3) Ensure that appropriate security measures are in place for this data, including encryption and access policies

4) Regularly test the recovery of this data and restoration of your system.

B) Pilot light for quick recovery into AWS

A minimal version of the environment is always running in the cloud. Configure and urn the most critical core elements of the system in AWS. When time comes form recovery, you can rapidly provision a full scale production environment around the critical core.

Typically, the system would have some pre-configured servers bundled as AMIs, which are ready to be started up at a moments notice.

Key Steps for preparation phase:

1) Setup Amazon EC2 instances to replicate or mirror database

2) Ensure that you have all supporting custom software packages available in AWS.

3) Create and maintain AMIs of key server where fast recover is required.

4) Regularly run these servers, test them, and apply any software updates and configuration changes

5) Consider automating the provisioning of AWS resources

Key Steps for recovery phase:

1) Start your application EC2 instance from your custom AMIs.

2) Resize existing database/data store instances to process the increased traffic

3) Add additional database/data store instances to give the DR site resilience in the data tier. If you are using Amazon RDS, turn on Multi-AZ to improve resilience

4) Change DNS to point at the Amazon EC2 servers

5) install and configure any non AMI based systems, ideally in an automated way.

C) Warm standby solution in AWS

A DR scenario in which a scaled down version of a fully functional environment is always running in the cloud. Fully duplicate business critical systems and have them always on

Key Steps for preparation phase:

1) Setup Amazon EC2 instances to replicate or mirror data

2) Create and maintain AMIs

3) Run your application using a minimal footprint of EC2 instances or AWS infrastructure.

4) Patch and update software and configuration files in line with your live environments.

Key Steps for recovery phase:

1) Increase the size of the Amazon EC2 fleets in service with the load balancer (horizontal scaling)

2) Start applications on larger Amazon EC2 instance types as needed ( vertical scaling)

3) Either manually change the DNS records, or use Amazon Route 53 automated health checks so that all traffic is routed to the AWS environment.

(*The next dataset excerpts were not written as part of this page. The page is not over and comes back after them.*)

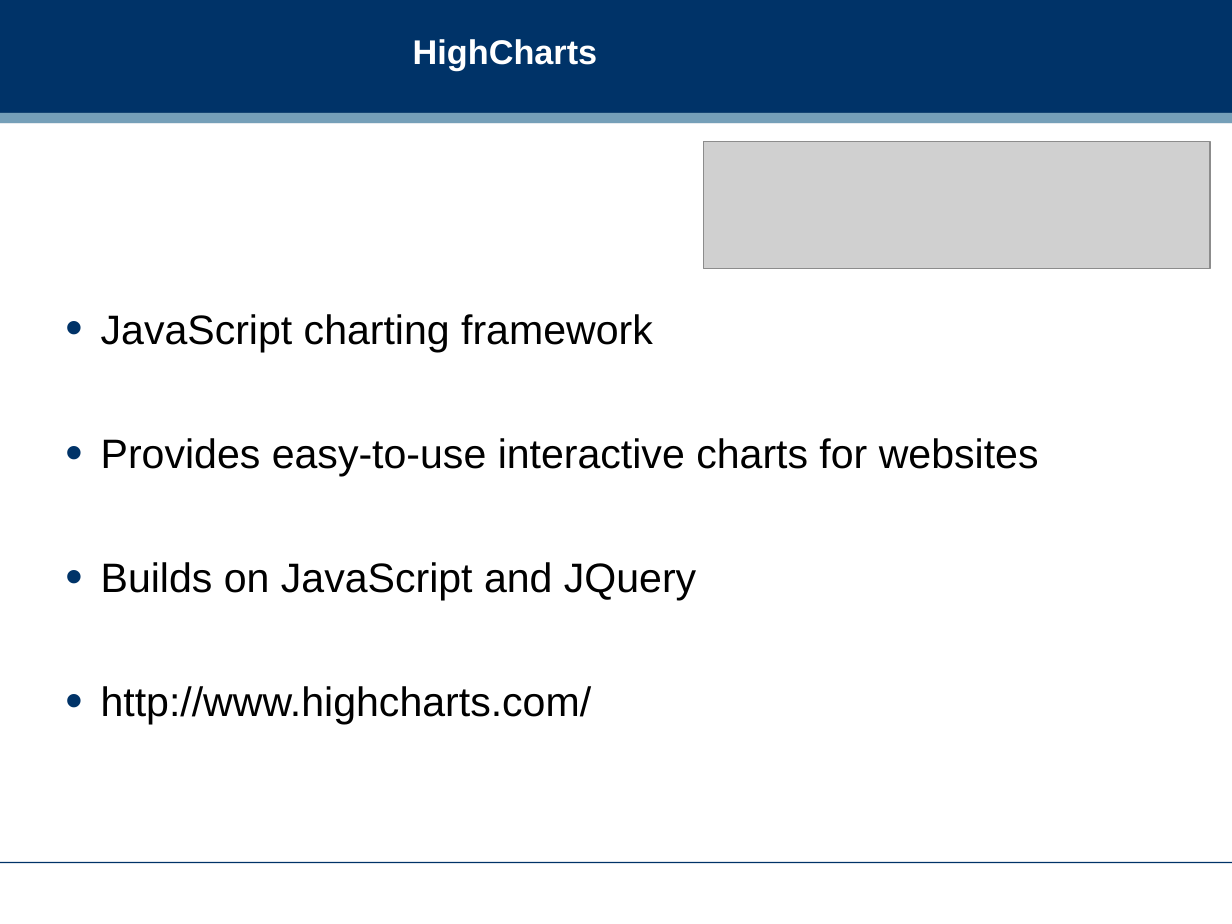
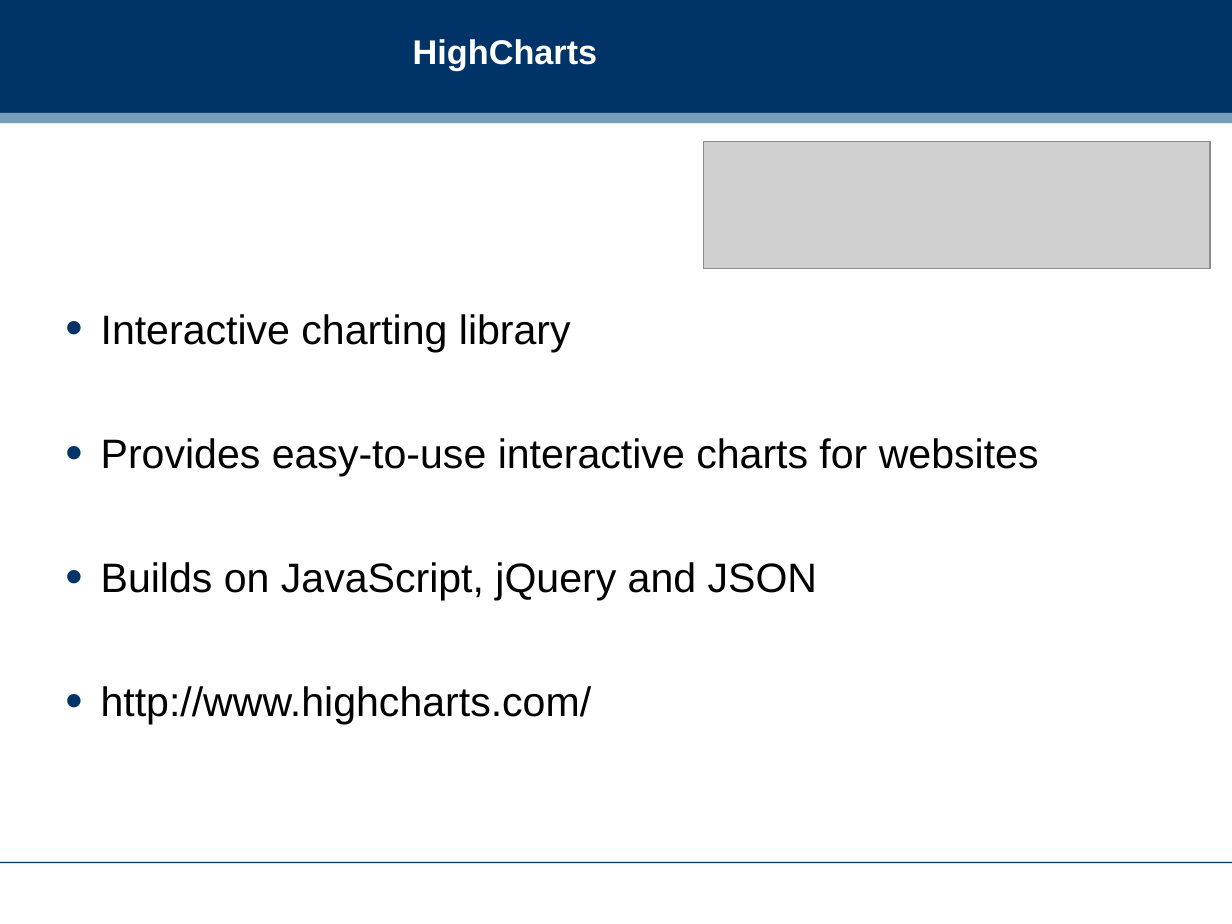
Before and after one commit to dreamind/ix, a slide deck: slide 18 of lectures/interactive/interactivity2.ppt (slide 21 before the commit). Drawn at 1232x924 pixels with LibreOffice and Linux fonts; fonts in the diff are those of the drawing; grey boxes stand for pictures; background and template pictures are left out. Boxes give left, top, right and bottom in pixels: in the first picture for what was removed or moved away, otherwise in the second. Text is boxed around its words. In the diff, an @@ line names an element or a change of style, - is before the commit and + after.

```diff
--- a/lectures/interactive/interactivity2.ppt
+++ b/lectures/interactive/interactivity2.ppt
@@ text at (101,314,571,352): text changed @@
-• JavaScript charting framework
+• Interactive charting library
@@ text at (101,562,817,601): text changed @@
-• Builds on JavaScript and JQuery
+• Builds on JavaScript, jQuery and JSON
```
Also in this commit, not shown: 10 other slides changed, 13 slides added, 12 slides removed, 1 other file.

4) Consider using Auto Scaling to right size the fleet or accommodate the increased load

5) Add resilience or scale up your database

D) Mulit Site Solution Deployed on AWS and on site

An Active Active configuration. The data replication method is determined by the RPO.

Key Steps for preparation phase:

1) Set up your AWS environment to duplicate your production environments

2) Set up DNS weighting or similar traffic routing technology to distribute incoming requests to both sites. Configure automated fail over to reroute traffic away from the affected site.

Key Steps for recover phase:

1) Either manually or by using DNS fail over, change the DNS weighting so that all requests are sent to the AWS site

2) Have application logic for fail over to use the local AWS database server for all queries

3) Consider using Auto Scaling to automatically right size the AWS fleet

1.2 Demonstrate ability to implement DR for systems based on RPO and RTO

RTO – recovery time objective. The time it takes after a disruption to restore a business process to its service level.

RPO – recovery point objective. The acceptable amount of data loss measured in time.

1.3 Determine appropriate use of Multi-Availability Zones vs. Multi-Region architectures

Applications deployed on AWS have multi-site capability by means of multiple Availability Zones. Availability Zones are distinct location that are engineered to be insulated from each other. They provide inexpensive low latency network connectivity with the same region. Depending on Business or regulatory requirements, the components for DR can be used in multiple regions.

1.4 Demonstrate ability to implement self-healing capabilities

Content may include the following: High Availability vs. Fault Tolerance

Auto Scaling groups can manage the number of instances in an EC2 fleet. Conditions can be st to add new EC2 instances in increments to the Auto Scaling group depending on factors. These factors can be utilization of instances or unhealthy applications.